Мориц смеется с видом налетчика, который не пойдет на «мокрое» дело, когда все можно устроить «всухую»: зачем ему уговаривать Шайку бросать жену или причинять страдания больной старухе в богадельне? Мэрл ведь не какая-нибудь уличная девка на один раз! Если она будет с ним, он постоянно будет у ее ног, — он берет Мэрл за локти и исподволь подталкивает к кровати.
Мэрл не сопротивляется, глаза ее блуждают по комнате, ищут спасения, останавливаются на окне. Перед приходом Морица она стояла там, думала о раввине и целовала стекло. Ей кажется, что полоцкий даян стоит на улице, глядит на ее дом и знает, что там сейчас происходит.
— Спаси полоцкого даяна, он очень несчастный человек, весь город преследует его, сделай что-нибудь. Найди людей, которые заступятся за него. Ты, ты первый взбаламутил город против него.
— Не я был первый, и я не единственный. — Мориц садится на кровать и дрожащими пальцами лихорадочно ищет крючки на ее юбке. — У твоего раввина и без меня достаточно врагов, все святоши против него. Но можешь отрезать мне голову по самые плечи, если я трону его.

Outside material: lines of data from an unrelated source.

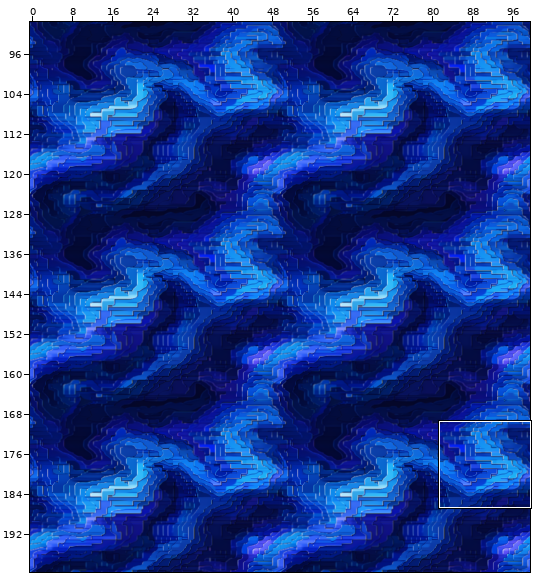
Two versions of a level (Tiled map, src/assets/tilesets/level1.tmx). Above: a wide view before the commit, with the close-up outlined.
Close-up. Before:
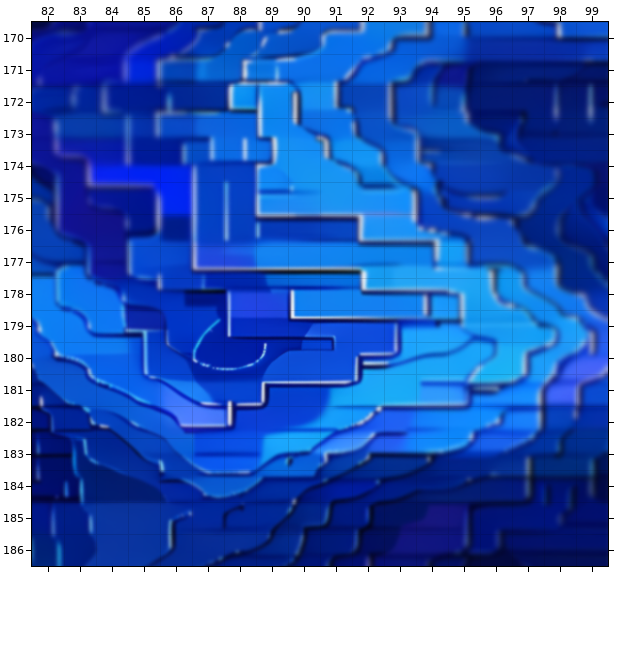
Cells are 32x32 px. Shown: x 82..99, y 170..186. The commit also changed other parts of the map, which this record leaves out.
After:
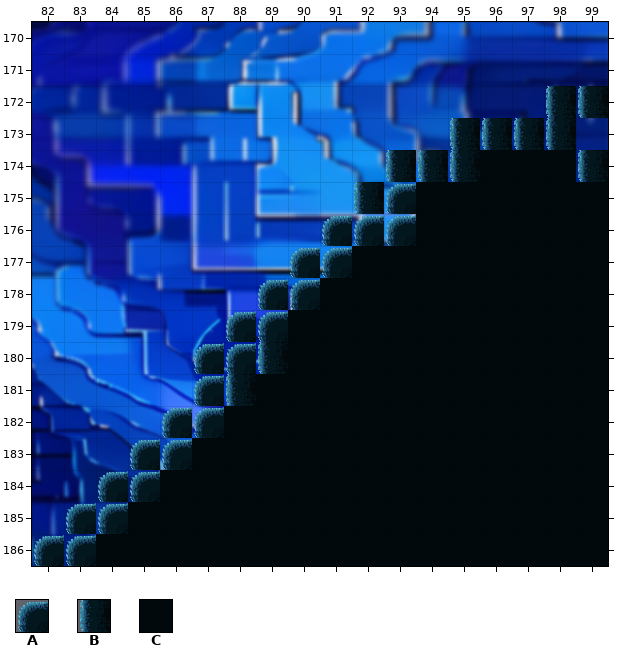
Key: from "black_and_blue": A 102, B 118, C 119.
_ is an empty cell, . an unchanged one.
Change:
--- layer "Obstacles"
@@ x 82..99 @@
-172 ................__
-173 .............____.
-174 ..........._______
-175 ..........________
-176 ........._________
-177 ........__________
-178 .......___________
-179 ......____________
-180 ....._____________
-181 ....._____________
-182 ....______________
-183 ..._______________
-184 ..________________
-185 ._________________
-186 __________________
+172 ................BB
+173 .............BBBB.
+174 ...........BBBCCCB
+175 ..........BACCCCCC
+176 .........AAACCCCCC
+177 ........AACCCCCCCC
+178 .......AACCCCCCCCC
+179 ......AACCCCCCCCCC
+180 .....AABCCCCCCCCCC
+181 .....ABCCCCCCCCCCC
+182 ....AACCCCCCCCCCCC
+183 ...AACCCCCCCCCCCCC
+184 ..AACCCCCCCCCCCCCC
+185 .AACCCCCCCCCCCCCCC
+186 AACCCCCCCCCCCCCCCC
Pixel boxes of the changes (left, top, right, bottom) in both close-ups:
added: (34, 86, 608, 566)

Мэрл видит, как голова Морица, расстегнувшего, наконец, ее юбку, нависла над ней, точно голова животного, стоящего на четырех лапах над своей жертвой. Сейчас этот дикий зверь, Мойшка-Цирюльник, станет жрать ее живьем. По ее спине пробегает судорога, словно позвоночник превратился в змею. Но судорога эта — сладкая, теплая, дурманящая все члены. Она испытывает к Морицу одно лишь отвращение, а все же хочет, чтобы он ее мучил, мял, насиловал. Она обращает взор к окну, ее губы шевелятся, точно она молится тихому снежному дню, чтобы он остудил ее кровь. Пусть Мориц возьмет ее! Пусть овладеет ею! Но хоть она бы не отвечала ему. Тело ее — не ее, чужое, отрезанное и приклеенное к ее шее. Она оставит свое тело, а сама убежит, побежит к раввину… И снова мерещится ей, что полоцкий даян стоит на улице, глядит на ее окно и знает обо всем, что происходит в ее доме. Она клялась раввину, что никогда не выйдет за Морица, а теперь отдается ему даже без свадьбы, точно уличная девка. Нет, и тело ее не должно принадлежать ему.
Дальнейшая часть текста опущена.